By Jonny Lupsha, Wondrium Staff Writer
Cognitive behavioral therapy revolutionized treating issues like anxiety and depression. Evolving from Freud’s primary focus on childhood problems, cognitive therapy centers on daily thought processes. Its founder, Dr. Aaron T. Beck, has died.
Dr. Aaron T. Beck, the prominent psychotherapist who developed cognitive behavioral therapy (CBT), died on November 1 at the age of 100. Dr. Beck began rethinking Freud’s brand of psychotherapy in the late 1950s and helped establish CBT, which focuses on the day-to-day lives of patients and their thought patterns—and how to change them. It’s become a wildly influential method of treatment in recent decades.
What makes it such a popular and effective field? In his video series Cognitive Behavioral Therapy: Techniques for Retraining Your Brain, Dr. Jason M. Satterfield, Professor of Clinical Medicine in the Division of General Internal Medicine at the University of California, San Francisco, explained some of the characteristics of CBT that differentiate it from other kinds of psychotherapy.
We’ve All Wondered What’s on That Notepad
“CBT is collaborative and transparent, and by ‘collaborative’ I mean that the patient and the therapist join together in a partnership,” Dr. Satterfield said. “They roll up their sleeves together; they begin collecting data on the problem from the individual’s real-world situations; they create a formulation; and then they develop a treatment plan together.

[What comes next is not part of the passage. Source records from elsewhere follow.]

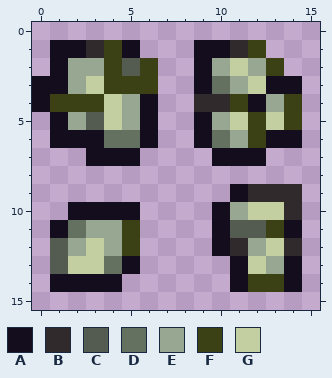
Pixel-art sprite -- Entities/Vehicles/Catapult/CataRocks.png. The first picture shows the starting point.
The file is 16x16 pixels.
Palette (. is transparent): A #130d1d  B #312a2c  C #545b51  D #647160  E #97a792  F #3b4015  G #c4cfa1
New version:
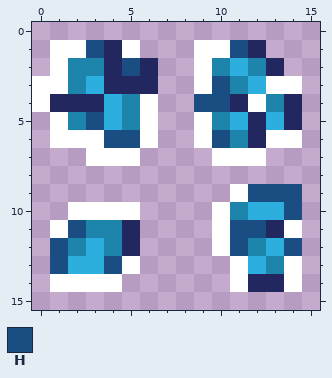
Colours new in this view: H #1a4e83
What changed:
Colour A changes from #130d1d to #ffffff.
Colour E changes from #97a792 to #1d85ab.
Colour F changes from #3b4015 to #222760.
Colour G changes from #c4cfa1 to #2cafde.
Colour H replaces colour B in row 1 at x 3 and 11; in row 4 at x 9 to 10; in row 9 at x 12 to 14; in row 10 at x 14; in row 12 at x 11 and 14.
Colour H replaces colour C in row 2 at x 5; in row 5 at x 3; in row 11 at x 11 to 12; in rows 12 to 13 at x 1.
Colour H replaces colour D in row 3 at x 10; in row 6 at x 4 to 5 and 10; in row 11 at x 2; in row 13 at x 4.

It’s all done together as a team.”
According to Dr. Satterfield, it earns its reputation for transparency because each of those steps, as well as the reasons behind them, are explicitly told to the patient from the beginning. One of the most negative stereotypes about therapy is that the therapist keeps secretive notes and collects information on the patient while the patient metaphorically stumbles around in the dark.
CBT eschews that by including the patient every step of the way.
The Scientific Method Comes to Therapy
Another feature of CBT is that it’s empirical. In fact, this branch of psychotherapy is often described with the term “collaborative empiricism” to describe its method of treatment.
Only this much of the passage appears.